Using their rational drug design method, Hitchings and Elion successfully developed drugs that are used to treat a variety of different conditions, including leukemia, gout, malaria, meningitis and viral herpes– just to name a few. Researchers around the world quickly copied Elion and Hitchings’s approach to drug design. Within a few years, scientists using the rational drug design method had created medicines to fight the viruses that cause cold sores, chickenpox and shingles. Eventually, they developed azidothymidine (AZT)– the first treatment available for HIV/AIDS.
Elion later wrote, “when we began to see the results of our efforts in the form of new drugs which filled real medical needs and benefited patients in very visible ways, our feeling of reward was immeasurable.”
Later in her career, Elion taught at Duke University and the University of North Carolina at Chapel Hill.
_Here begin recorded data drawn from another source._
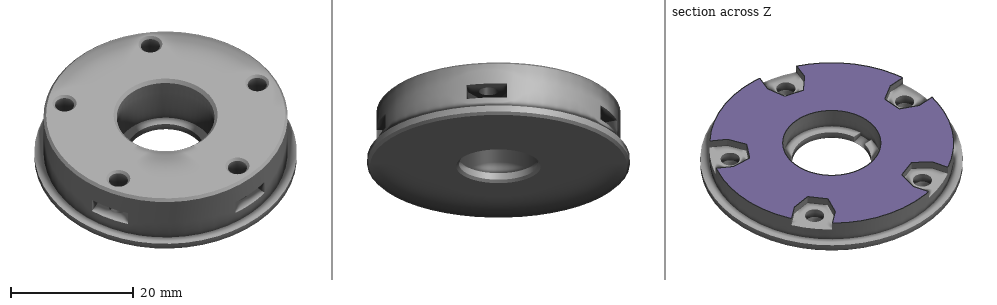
import cadquery as cq
import math

flange_diameter = 43.0
flange_height = 1.5
body_diameter = 40.0
total_height = 10.0
edge_chamfer = 0.45

bore_diameter = 16.0
through_diameter = 13.0
bore_floor = 1.6
bore_chamfer = 0.5
through_chamfer = 0.45

groove_width = 2.5
groove_outer_depth = 0.65
groove_floor_slope = 18

screw_count = 5
screw_circle_radius = 16.75
screw_diameter = 3.15
screw_chamfer = 0.4
screw_floor = 1.98
drill_point_angle = 118
nut_corner_width = 6.7
nut_slot_floor = 3.6
nut_slot_height = 2.5


def make_body():
    flange = (
        cq.Workplane("XY")
        .circle(flange_diameter / 2)
        .extrude(flange_height)
        .faces("<Z")
        .chamfer(edge_chamfer)
    )
    body = (
        cq.Workplane("XY")
        .circle(body_diameter / 2)
        .extrude(total_height)
        .faces(">Z")
        .chamfer(edge_chamfer)
    )
    return flange.union(body)


def make_bore():
    """Revolved cutter: through hole, wider bore above it, both with chamfered mouths."""
    bore_radius = bore_diameter / 2
    through_radius = through_diameter / 2
    return (
        cq.Workplane("XZ")
        .polyline([
            (0, 0),
            (through_radius + through_chamfer, 0),
            (through_radius, through_chamfer),
            (through_radius, bore_floor),
            (bore_radius, bore_floor),
            (bore_radius, total_height - bore_chamfer),
            (bore_radius + bore_chamfer, total_height),
            (0, total_height),
        ])
        .close()
        .revolve(360, (0, 0, 0), (0, 1, 0))
    )


def make_groove():
    """Parallel-sided groove on the +X side whose conical floor falls toward the axis."""
    bore_radius = bore_diameter / 2
    outer_floor = bore_floor - groove_outer_depth
    axis_floor = outer_floor - bore_radius * math.tan(math.radians(groove_floor_slope))
    cone = (
        cq.Workplane("XZ")
        .polyline([
            (0, axis_floor),
            (bore_radius, outer_floor),
            (bore_radius, bore_floor),
            (0, bore_floor),
        ])
        .close()
        .revolve(360, (0, 0, 0), (0, 1, 0))
    )
    strip = cq.Workplane("XY").box(
        bore_diameter, groove_width, 2 * total_height, centered=(False, True, True)
    )
    return cone.intersect(strip)


def make_screw_hole():
    """Revolved cutter: chamfered blind hole with a conical drill point."""
    radius = screw_diameter / 2
    point_depth = radius / math.tan(math.radians(drill_point_angle / 2))
    return (
        cq.Workplane("XZ")
        .polyline([
            (0, screw_floor - point_depth),
            (radius, screw_floor),
            (radius, total_height - screw_chamfer),
            (radius + screw_chamfer, total_height),
            (0, total_height),
        ])
        .close()
        .revolve(360, (0, 0, 0), (0, 1, 0))
    )


def make_nut_slot():
    """Hexagonal nut seat with corners at its sides, extended outward through the rim."""
    slot_plane = cq.Workplane("XY").workplane(offset=nut_slot_floor)
    seat = slot_plane.polygon(6, nut_corner_width).extrude(nut_slot_height)
    seat = seat.rotate((0, 0, 0), (0, 0, 1), 90)
    channel_length = flange_diameter / 2 - screw_circle_radius
    channel = slot_plane.center(channel_length / 2, 0).rect(channel_length, nut_corner_width)
    return seat.union(channel.extrude(nut_slot_height))


result = make_body().cut(make_bore()).cut(make_groove())

screw_cutter = make_screw_hole().union(make_nut_slot()).translate((screw_circle_radius, 0, 0))
for index in range(screw_count):
    angle = index * 360 / screw_count
    result = result.cut(screw_cutter.rotate((0, 0, 0), (0, 0, 1), angle))

In 1967, when Hitchings became vice president in charge of research at Burroughs-Wellcome, Elion succeeded Hitchings in his old job.
In 1976, Hitchings became Scientist Emeritus at Burroughs-Wellcome. He also served as an Adjunct Professor at Duke University between 1970 and 1985. Elion officially retired in 1983, but like Hitchings, she remained working in the laboratory on a part-time basis as Scientist Emeritus.
Throughout their lives, Hitchings and Elion received dozens of awards and honors. Most notably, they received the Nobel Prize in Physiology or Medicine in 1988– an award which they shared with Sir James Black, a Scottish pharmacologist. In 1974, Hitchings became a member of the medicinal Chemistry Hall of Fame and a Foreign Member of the Royal Society.
In 1991, Elion received the National Medal of Science from President George H. W. Bush. That same year, she became the first woman inducted into the National Inventors Hall of Fame for her important work developing a drug called 6-mercaptopurine, which offered new hope in the fight against leukemia. Like Hitchings, Elion also became a Foreign Member of the Royal Society in 1995. While Elion never received a formal PhD, she was awarded an honorary PhD from Polytechnic University of New York in 1989 and an honorary S.D. degree from Harvard University in 1998.
Hitchings died at the age of 92 in 1998. Elion passed away the following year, aged 81.
The work of Elion and Hitchings fundamentally transformed the conventional trial-and-error method of drug discovery. Their rational drug design method has been used to create dozens of different treatments for an array of life-threatening illnesses. Rational drug design has already saved or prolonged untold millions of lives– a number that will only increase as more drug treatments are developed.